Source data
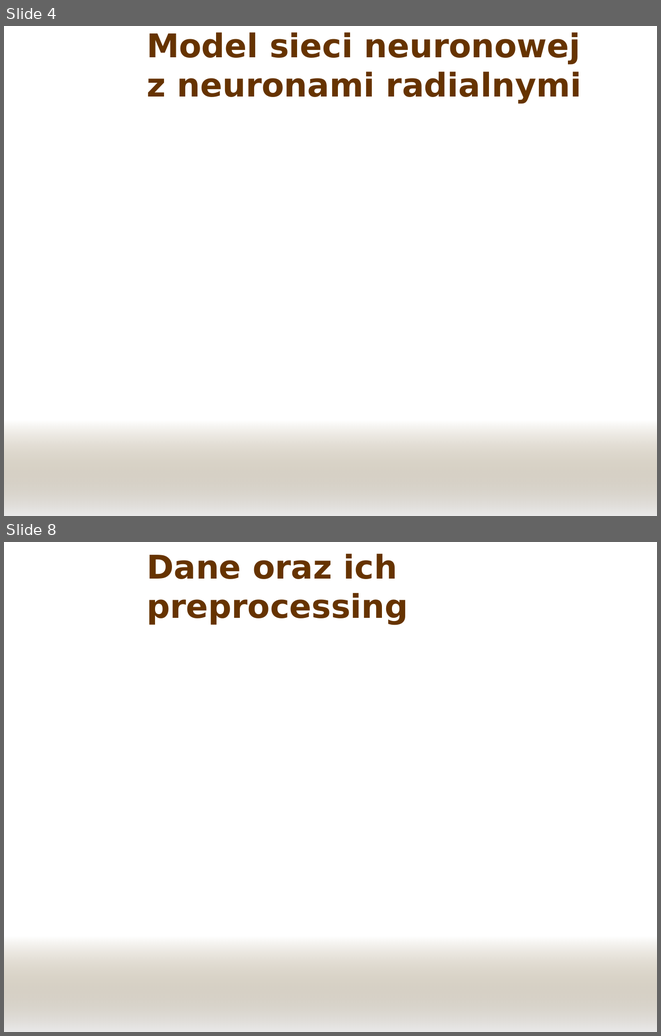
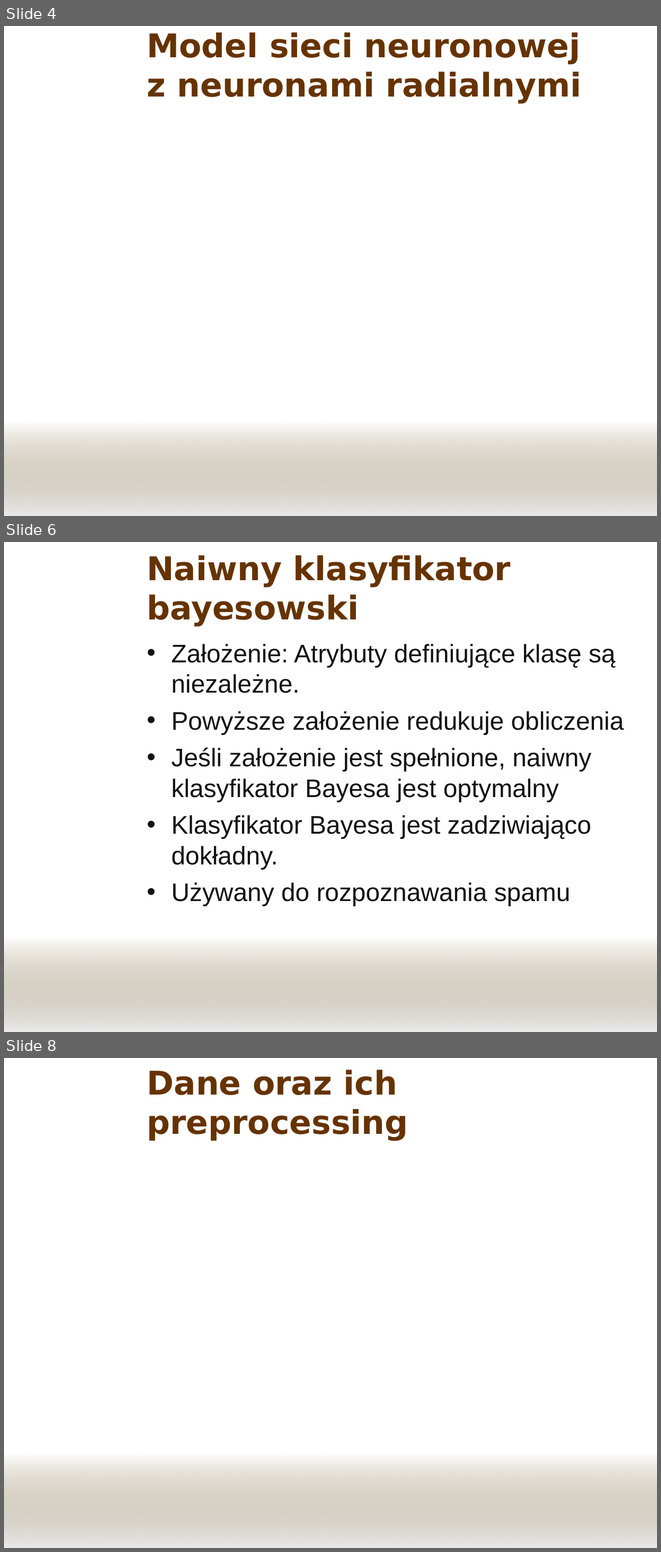
Before and after one commit to panchamk/mini08sn, a slide deck: doc/Prezentacja.ppt. Shown one above the other, each under a label of ours: slides 4 and 8 before the commit, slides 4, 6 and 8 after it; the slides between them are not shown. The pictures are 661x1036 and 661x1552 pixels, drawn with LibreOffice and Linux fonts; fonts in the diff are those of the drawing; background and template pictures are left out. Boxes give left, top, right and bottom in pixels: in the first picture for what was removed or moved away, otherwise in the second. Text is boxed around its words. In the diff, an @@ line names an element or a change of style, - is before the commit and + after.

```diff
--- a/doc/Prezentacja.ppt
+++ b/doc/Prezentacja.ppt
@@ slide 6 added at (x1=4, y1=542, x2=657, y2=1032), background picture (left out); not listed: 1 template element that a slide beside it also shows @@
@@ title added at (x1=147, y1=555, x2=511, y2=626), 36 pt, text #663300, bold @@
+Naiwny klasyfikator bayesowski
@@ text added at (x1=171, y1=644, x2=624, y2=906), 28 pt, text #111111 @@
+• Założenie: Atrybuty definiujące klasę są niezależne.
+• Powyższe założenie redukuje obliczenia
+• Jeśli założenie jest spełnione, naiwny klasyfikator Bayesa jest optymalny
+• Klasyfikator Bayesa jest zadziwiająco dokładny.
+• Używany do rozpoznawania spamu
```
Also in this commit, not shown: 1 slide changed, 1 other slide added, 1 slide removed.
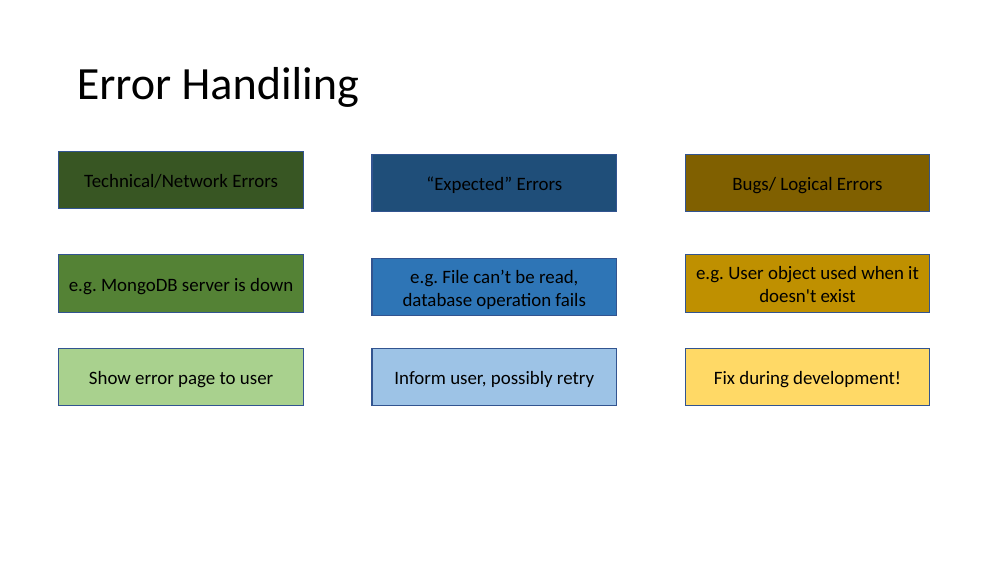
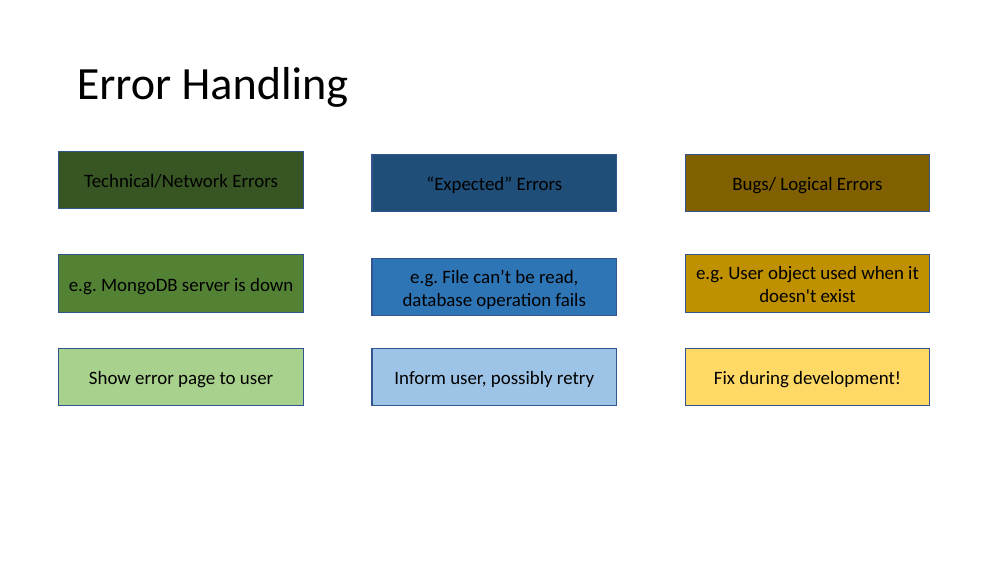
Before and after one commit to PiyushChaturvedii/batch03, a slide deck: slide 18 of Sessions & Cookies.pptx. Drawn at 1008x567 pixels with LibreOffice and Linux fonts; fonts in the diff are those of the drawing. Boxes give left, top, right and bottom in pixels: in the first picture for what was removed or moved away, otherwise in the second. Text is boxed around its words. In the diff, an @@ line names an element or a change of style, - is before the commit and + after.

Commit message:
Error-Handling

```diff
--- a/Sessions & Cookies.pptx
+++ b/Sessions & Cookies.pptx
@@ title at bbox=[77, 67, 349, 107]: text changed @@
-Error Handiling
+Error Handling
```
Also in this commit, not shown: 2 slides added, 45 other files.
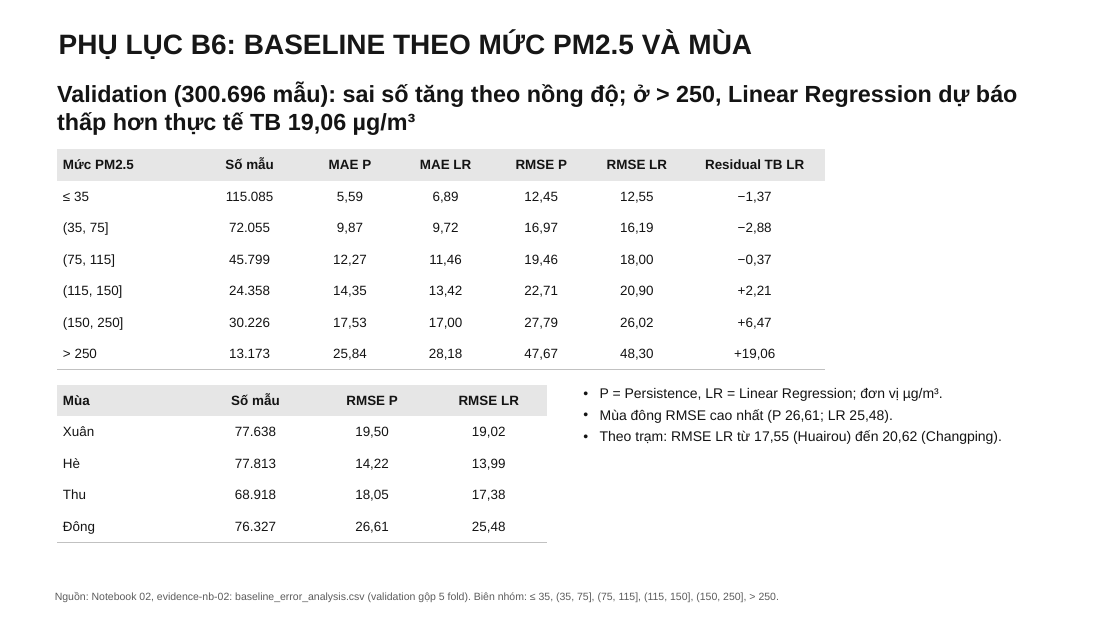
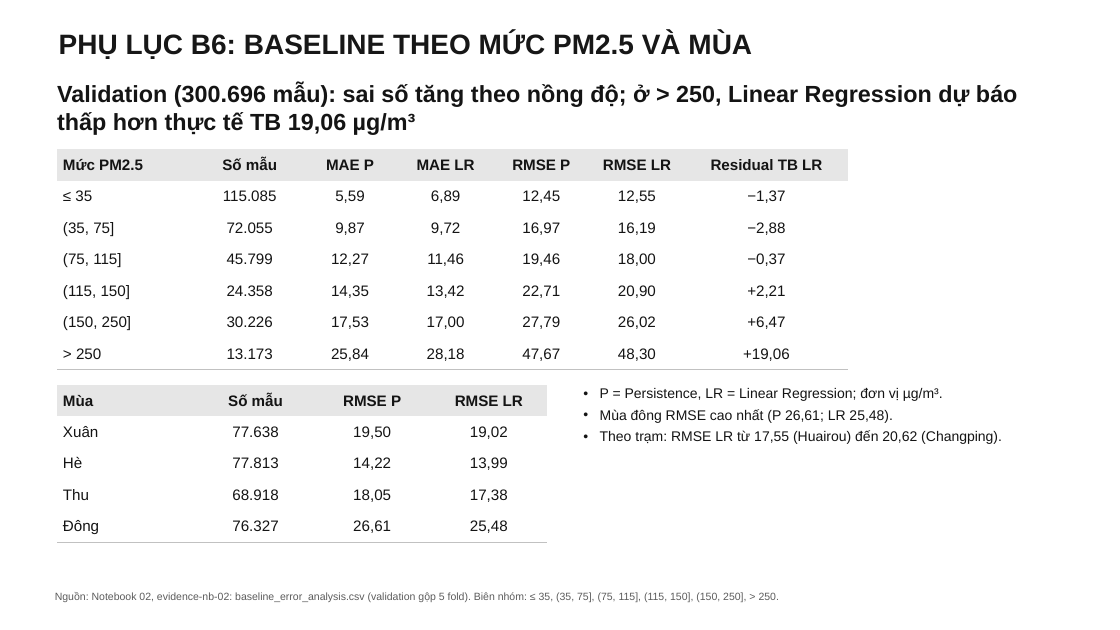
Before and after one commit to bjruly/sgu_finalproject_machinelearning_2026-2027, a slide deck: slide 30 of docs/Nhom10__Slide.pptx. Drawn at 1120x630 pixels with LibreOffice and Linux fonts; fonts in the diff are those of the drawing. Boxes give left, top, right and bottom in pixels: in the first picture for what was removed or moved away, otherwise in the second. Text is boxed around its words. In the diff, an @@ line names an element or a change of style, - is before the commit and + after.

Commit message:
Revise the slides: readable tables, softer overfitting claims, team shares
Bảng ở slide chính dùng chữ 14 pt (phụ lục 13-14 pt) sau khi rút gọn nội
dung; sửa lời bình overfitting và bootstrap theo rà soát; slide phân công
có tỷ lệ đóng góp; sửa tham chiếu Hình 9 và đơn vị R².

```diff
--- a/docs/Nhom10__Slide.pptx
+++ b/docs/Nhom10__Slide.pptx
@@ table at <box>57,150,849,370</box> @@
@@ size 11.5 to 13 pt @@
@@ table: place and size @@
-table at <box>57,150,826,370</box>
+table at <box>57,150,849,370</box>
@@ table at <box>57,385,548,543</box> @@
@@ size 11.5 to 13 pt @@
```
Also in this commit, not shown: 18 other slides changed.

| Aim of the task |
Each entry above must come back exactly as written. Drop the images.

| Written response |
Before and after one commit to panchamk/mini08sn, a slide deck: doc/Prezentacja.ppt. Shown one above the other, each under a label of ours: slides 4 and 8 before the commit, slides 4, 6 and 8 after it; the slides between them are not shown. The pictures are 661x1036 and 661x1552 pixels, drawn with LibreOffice and Linux fonts; fonts in the diff are those of the drawing; background and template pictures are left out. Boxes give left, top, right and bottom in pixels: in the first picture for what was removed or moved away, otherwise in the second. Text is boxed around its words. In the diff, an @@ line names an element or a change of style, - is before the commit and + after.

```diff
--- a/doc/Prezentacja.ppt
+++ b/doc/Prezentacja.ppt
@@ slide 6 added at (x1=4, y1=542, x2=657, y2=1032), background picture (left out); not listed: 1 template element that a slide beside it also shows @@
@@ title added at (x1=147, y1=555, x2=511, y2=626), 36 pt, text #663300, bold @@
+Naiwny klasyfikator bayesowski
@@ text added at (x1=171, y1=644, x2=624, y2=906), 28 pt, text #111111 @@
+• Założenie: Atrybuty definiujące klasę są niezależne.
+• Powyższe założenie redukuje obliczenia
+• Jeśli założenie jest spełnione, naiwny klasyfikator Bayesa jest optymalny
+• Klasyfikator Bayesa jest zadziwiająco dokładny.
+• Używany do rozpoznawania spamu
```
Also in this commit, not shown: 1 slide changed, 1 other slide added, 1 slide removed.
Before and after one commit to PiyushChaturvedii/batch03, a slide deck: slide 18 of Sessions & Cookies.pptx. Drawn at 1008x567 pixels with LibreOffice and Linux fonts; fonts in the diff are those of the drawing. Boxes give left, top, right and bottom in pixels: in the first picture for what was removed or moved away, otherwise in the second. Text is boxed around its words. In the diff, an @@ line names an element or a change of style, - is before the commit and + after.

Commit message:
Error-Handling

```diff
--- a/Sessions & Cookies.pptx
+++ b/Sessions & Cookies.pptx
@@ title at bbox=[77, 67, 349, 107]: text changed @@
-Error Handiling
+Error Handling
```
Also in this commit, not shown: 2 slides added, 45 other files.
Before and after one commit to bjruly/sgu_finalproject_machinelearning_2026-2027, a slide deck: slide 30 of docs/Nhom10__Slide.pptx. Drawn at 1120x630 pixels with LibreOffice and Linux fonts; fonts in the diff are those of the drawing. Boxes give left, top, right and bottom in pixels: in the first picture for what was removed or moved away, otherwise in the second. Text is boxed around its words. In the diff, an @@ line names an element or a change of style, - is before the commit and + after.

Commit message:
Revise the slides: readable tables, softer overfitting claims, team shares
Bảng ở slide chính dùng chữ 14 pt (phụ lục 13-14 pt) sau khi rút gọn nội
dung; sửa lời bình overfitting và bootstrap theo rà soát; slide phân công
có tỷ lệ đóng góp; sửa tham chiếu Hình 9 và đơn vị R².

```diff
--- a/docs/Nhom10__Slide.pptx
+++ b/docs/Nhom10__Slide.pptx
@@ table at <box>57,150,849,370</box> @@
@@ size 11.5 to 13 pt @@
@@ table: place and size @@
-table at <box>57,150,826,370</box>
+table at <box>57,150,849,370</box>
@@ table at <box>57,385,548,543</box> @@
@@ size 11.5 to 13 pt @@
```
Also in this commit, not shown: 18 other slides changed.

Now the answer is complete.